Crime statistics indicate large imbalances in the number of domestic violence  incidents against men and women largely because, as studies have shown,  an abused woman is many times more likely to report abuse than an abused man. Many men hesitate to call the police because they assume, often correctly, that the police will automatically treat them as if they are the perpetrator.

Activists from Stop Abuse for Everyone (SAFE), a non-profit group dedicated to expanding services for all victims of domestic violence (male or female), have taken the issue to the Los Angeles County Board of Supervisors. According to attorney Marc Angelucci, the California chairman of SAFE, while some officials seem cautiously sympathetic, none so far have been willing to come out firmly in support of getting help for abused men. Deputies for Mike Antonovich and Zev Yaroslavsky have said that they are studying the issue.

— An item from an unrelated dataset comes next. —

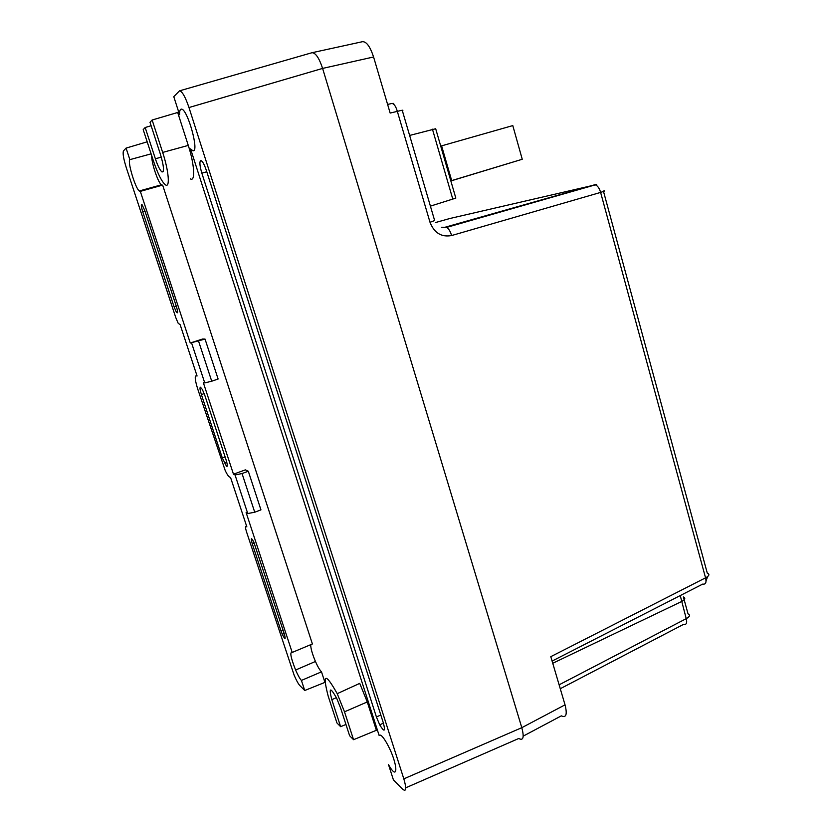 <?xml version="1.0" encoding="UTF-8"?>
<svg xmlns="http://www.w3.org/2000/svg" width="832" height="832" viewBox="0 0 832 832"><rect width="100%" height="100%" fill="white"/><g stroke="black" fill="none" stroke-linecap="round" stroke-linejoin="round"><path stroke-width="1.25" d="M196.924 375.523L195.988 375.835L197.08 376.012L180.149 324.678L178.173 323.263L175.812 317.678L126.35 167.856C123.51 158.798 122.554 153.14 123.49 150.883L126.069 148.106L147.181 141.825M310.7 644.686C310.69 648.315 312.27 653.91 315.442 661.471C317.762 666.723 319.779 670.176 321.495 671.84L301.413 680.43L304.73 690.498L299.842 685.568C298.262 683.842 296.369 680.399 294.174 675.262L246.574 532.002C245.326 527.987 245.138 526.105 246.012 526.344L246.865 526.906L230.568 477.526L229.351 476.902C228.322 476.289 226.949 474.178 225.233 470.579L197.798 389.23C195.187 380.879 194.584 376.407 195.988 375.835M595.39 184.839C597.75 185.9 599.487 188.427 600.61 192.41L705.557 577.834L550.794 656.666L565.032 704.839C567.414 714.438 566.186 718.11 561.33 715.853L523.214 736.122M362.43 41.704C366.423 41.454 370.136 46.55 373.578 56.982L390.156 113.058L397.332 111.384C395.907 106.475 394.129 103.834 392.018 103.438L391.31 103.594M192.733 150.654L190.559 148.866L379.142 735.509C380.557 733.855 383.438 737.017 387.774 744.973C398.143 764.379 398.57 782.746 388.513 764.639L393.401 779.854L402.636 789.162C406.297 792.178 406.692 788.746 403.822 778.856L521.81 727.678L322.608 68.411L188.978 107.536C185.359 96.886 182.208 91.333 179.514 90.844L173.784 96.668L179.587 114.722C179.494 111.145 180.045 109.294 181.262 109.148C187.398 107.879 199.971 153.691 192.733 150.654L193.856 150.342M565.032 704.839L521.81 727.678C524.326 737.37 523.307 740.969 518.762 738.483L405.746 787.8M311.667 52.811L312.062 52.707C315.682 52.874 319.197 58.115 322.608 68.411L373.578 56.982M444.34 227.386L443.664 227.458M449.696 218.546L435.469 222.56M595.847 184.454L445.266 227.188L446.649 227.406L441.418 227.261M446.722 227.438C448.76 228.706 450.382 231.41 451.589 235.55C441.407 237.38 434.21 232.96 430.009 222.29L397.332 111.384C402.22 110.084 403.894 109.876 402.366 110.739L434.647 220.563L430.009 222.29M450.299 218.4L595.358 184.829L446.649 227.406M301.413 680.43C299.79 678.652 297.856 675.189 295.62 670.02C290.763 657.634 289.619 651.768 292.198 652.444L312.406 643.968L162.646 185.099L140.317 191.37L190.268 343.013L205.046 339.082L218.119 379.028L211.723 381.202L204.755 382.938L191.62 343.054M403.822 778.856L188.978 107.536M201.843 173.16L376.418 716.955L379.725 724.87C384.301 732.326 385.549 731.806 383.469 723.299L206.294 170.258C204.381 164.58 202.623 161.346 201.022 160.555C199.295 161.106 199.566 165.308 201.843 173.16L206.773 171.766M321.495 671.84L324.917 682.302M353.558 739.7L376.376 730.278L367.266 701.948L359.736 683.374L337.22 693.67C325.27 672.443 322.265 673.286 328.203 696.186L336.939 722.956L340.631 726.679L331.812 699.66C328.63 687.274 330.262 686.826 336.7 698.308L340.642 708.126L349.617 735.738L353.558 739.7L344.5 711.828L337.22 693.67M178.589 111.602L177.684 112.486L188.271 145.413C194.522 164.455 195.458 182.146 190.382 178.88M151.736 155.761C151.31 162.458 157.872 182.218 161.377 184.808L162.178 185.234M152.131 120.016L150.01 122.304L160.441 154.357C163.883 166.088 164.403 171.954 162.011 171.964C160.046 170.446 157.841 166.046 155.376 158.766L145.174 127.504L143.198 129.636L153.306 160.566C157.83 173.95 161.907 182.062 165.537 184.891C170.175 188.157 168.813 170.997 162.666 152.422L152.131 120.016L177.684 112.486M205.046 339.082L202.478 339.05L190.268 343.013M204.755 382.938L203.33 382.668L233.48 474.198L245.346 469.872L248.31 471.234L260.946 509.86L254.738 512.231L247.749 513.531L235.05 474.968L233.48 474.198M247.749 513.531L246.116 512.543L292.198 652.444M324.917 682.386L304.73 690.498M145.174 127.504L151.133 125.757M345.956 724.464L340.631 726.679M140.317 191.37L139.204 190.996C135.169 187.793 127.317 161.533 129.865 159.64L151.112 153.858M174.086 306.81L142.678 211.619C141.138 206.471 140.92 204.142 142.022 204.63L144.685 210.319L176.394 306.519C178.069 312.385 178.006 314.153 176.207 311.813L174.086 306.81L176.27 306.134M126.069 148.106L129.865 159.64M281.112 631.197L282.287 634.296C285.189 640.068 285.886 640.016 284.388 634.15L253.739 541.892C251.15 537.181 250.65 537.774 252.231 543.67L281.112 631.197L283.15 630.375M227.282 466.034L226.782 466.43C227.677 466.482 227.417 464.204 226.002 459.618L204.818 395.377L202.394 389.522L200.429 387.213C199.628 387.483 199.95 389.938 201.396 394.566L222.321 457.954L225.118 456.934M226.522 466.305L222.321 457.954M198.588 341.193L211.723 381.202M235.05 474.968L242.039 473.543L254.738 512.231M242.039 473.543L248.31 471.234M430.404 206.138L455.832 198.099L435.687 128.742L409.625 135.439M522.246 159.266L512.793 125.59L441.605 145.86L451.693 180.596L522.246 159.266L450.85 180.95M461.864 222.435L471.411 220.314M603.502 191.422L707.283 573.134C709.883 574.257 709.301 575.817 705.557 577.834C706.649 582.494 705.692 584.584 702.697 584.095L552.094 661.076M552.75 663.27L681.512 601.578C685.121 599.612 685.734 598.062 683.363 596.908L688.033 613.85C690.425 615.066 689.822 616.668 686.234 618.654L680.254 595.577M449.134 226.075L449.301 226.647M603.398 191.058C605.686 190.601 604.75 191.048 600.61 192.41L451.589 235.55M559.114 684.819L686.234 618.654C687.284 623.033 686.431 624.915 683.665 624.302L560.269 688.719M707.554 576.649L706.056 581.006M161.294 157.144L155.376 158.766M331.812 699.66L336.388 697.663M246.605 526.115L246.012 526.344M367.266 701.948L344.5 711.828M188.271 145.413L162.666 152.422M252.231 543.67L254.197 542.922M142.678 211.619L144.903 210.985M376.418 716.955L380.817 715.021M204.194 393.609L201.396 394.566M452.795 199.16L432.442 129.189M362.482 41.694L311.886 52.749M387.608 104.447L392.007 103.438M391.966 103.449L393.765 103.407M595.338 184.85L596.575 184.517M295.62 670.02L315.442 661.471M163.176 171.61L162.011 171.964M139.204 190.996L161.377 184.808M284.17 633.495L282.287 634.296M177.58 311.345L176.207 311.813M383.406 723.112L379.725 724.87M179.442 90.865L311.99 52.718M226.741 462.114L224.318 462.987"/></g></svg>

Male domestic violence victims like Mark Grayson, a San Fernando Valley educator who was attacked by his ex-wife on several occasions, bristle at the idea that the county has to investigate to see whether or not abused men’s needs are being met when there is only one, distant shelter willing to accept them.

“When I tried to get help it felt as if I first had to prove that we [male victims] exist,” he says. “When my ex-wife stabbed me in the back with a piece of silverware, instead of going to the hospital I should have gone to the county supervisors with the silverware still stuck in my back.  Maybe then they would have seen that male victims  need help too.”

 

This column first appeared in the Los Angeles Daily News (8/21/01).